* **ACTIVITY**
Among the entries below, find the line with "flange_diameter = 75.0", then quote it and each following line up to and including the line with "result = result.cut(make_flat_cutter(side))", and nothing else.

* **STUDY MATERIAL**
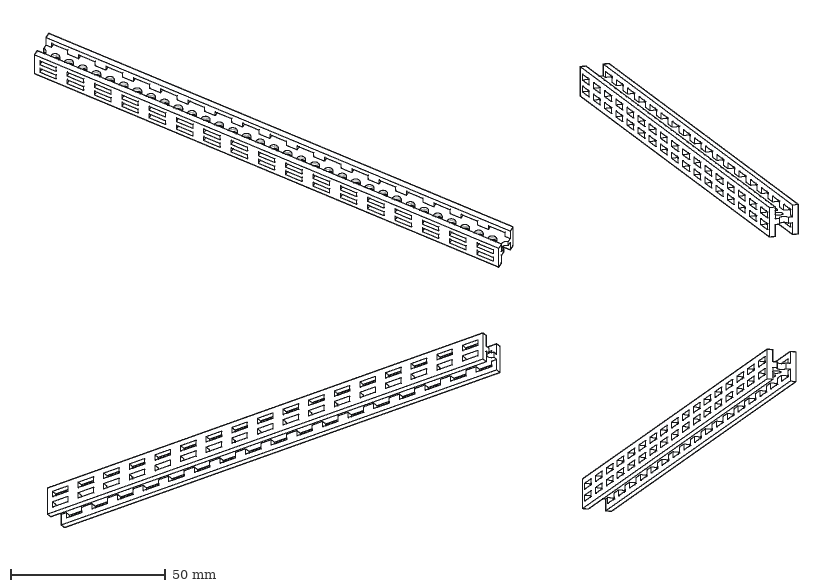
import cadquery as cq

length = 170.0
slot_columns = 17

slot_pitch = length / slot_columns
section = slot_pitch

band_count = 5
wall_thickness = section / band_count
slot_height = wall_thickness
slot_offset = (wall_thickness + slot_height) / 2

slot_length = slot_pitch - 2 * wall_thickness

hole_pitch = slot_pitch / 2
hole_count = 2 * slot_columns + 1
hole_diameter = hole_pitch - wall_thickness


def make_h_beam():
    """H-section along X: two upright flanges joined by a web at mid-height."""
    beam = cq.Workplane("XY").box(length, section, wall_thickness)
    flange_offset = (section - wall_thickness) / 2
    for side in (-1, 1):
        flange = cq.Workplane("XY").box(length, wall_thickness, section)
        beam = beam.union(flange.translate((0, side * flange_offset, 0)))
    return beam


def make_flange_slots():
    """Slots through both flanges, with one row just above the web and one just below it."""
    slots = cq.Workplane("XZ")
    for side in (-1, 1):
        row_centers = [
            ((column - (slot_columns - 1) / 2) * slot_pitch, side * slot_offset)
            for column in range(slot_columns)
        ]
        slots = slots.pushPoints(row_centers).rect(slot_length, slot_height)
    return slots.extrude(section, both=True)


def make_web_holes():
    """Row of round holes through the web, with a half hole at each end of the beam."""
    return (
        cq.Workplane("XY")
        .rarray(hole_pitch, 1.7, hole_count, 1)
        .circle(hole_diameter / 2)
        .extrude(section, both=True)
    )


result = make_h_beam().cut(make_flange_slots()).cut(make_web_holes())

* * *

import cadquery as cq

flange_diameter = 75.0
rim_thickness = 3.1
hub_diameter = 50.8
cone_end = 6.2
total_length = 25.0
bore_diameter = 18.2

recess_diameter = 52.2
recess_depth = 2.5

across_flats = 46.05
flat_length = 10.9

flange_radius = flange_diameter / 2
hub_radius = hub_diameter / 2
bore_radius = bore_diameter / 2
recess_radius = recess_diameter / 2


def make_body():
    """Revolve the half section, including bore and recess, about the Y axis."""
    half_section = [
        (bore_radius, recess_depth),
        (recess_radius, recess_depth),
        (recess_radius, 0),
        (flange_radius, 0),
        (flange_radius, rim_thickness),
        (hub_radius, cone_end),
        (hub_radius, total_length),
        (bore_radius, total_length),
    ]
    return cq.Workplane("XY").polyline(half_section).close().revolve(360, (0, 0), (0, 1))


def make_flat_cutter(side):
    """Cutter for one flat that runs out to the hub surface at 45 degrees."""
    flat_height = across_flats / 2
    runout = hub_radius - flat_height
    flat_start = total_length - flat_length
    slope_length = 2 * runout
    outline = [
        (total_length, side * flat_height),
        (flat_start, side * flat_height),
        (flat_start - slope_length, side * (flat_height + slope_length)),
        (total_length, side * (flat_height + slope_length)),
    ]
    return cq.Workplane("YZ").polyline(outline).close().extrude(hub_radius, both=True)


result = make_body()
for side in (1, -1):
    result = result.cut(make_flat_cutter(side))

* **TASK RESULT**
flange_diameter = 75.0
rim_thickness = 3.1
hub_diameter = 50.8
cone_end = 6.2
total_length = 25.0
bore_diameter = 18.2

recess_diameter = 52.2
recess_depth = 2.5

across_flats = 46.05
flat_length = 10.9

flange_radius = flange_diameter / 2
hub_radius = hub_diameter / 2
bore_radius = bore_diameter / 2
recess_radius = recess_diameter / 2


def make_body():
    """Revolve the half section, including bore and recess, about the Y axis."""
    half_section = [
        (bore_radius, recess_depth),
        (recess_radius, recess_depth),
        (recess_radius, 0),
        (flange_radius, 0),
        (flange_radius, rim_thickness),
        (hub_radius, cone_end),
        (hub_radius, total_length),
        (bore_radius, total_length),
    ]
    return cq.Workplane("XY").polyline(half_section).close().revolve(360, (0, 0), (0, 1))


def make_flat_cutter(side):
    """Cutter for one flat that runs out to the hub surface at 45 degrees."""
    flat_height = across_flats / 2
    runout = hub_radius - flat_height
    flat_start = total_length - flat_length
    slope_length = 2 * runout
    outline = [
        (total_length, side * flat_height),
        (flat_start, side * flat_height),
        (flat_start - slope_length, side * (flat_height + slope_length)),
        (total_length, side * (flat_height + slope_length)),
    ]
    return cq.Workplane("YZ").polyline(outline).close().extrude(hub_radius, both=True)


result = make_body()
for side in (1, -1):
    result = result.cut(make_flat_cutter(side))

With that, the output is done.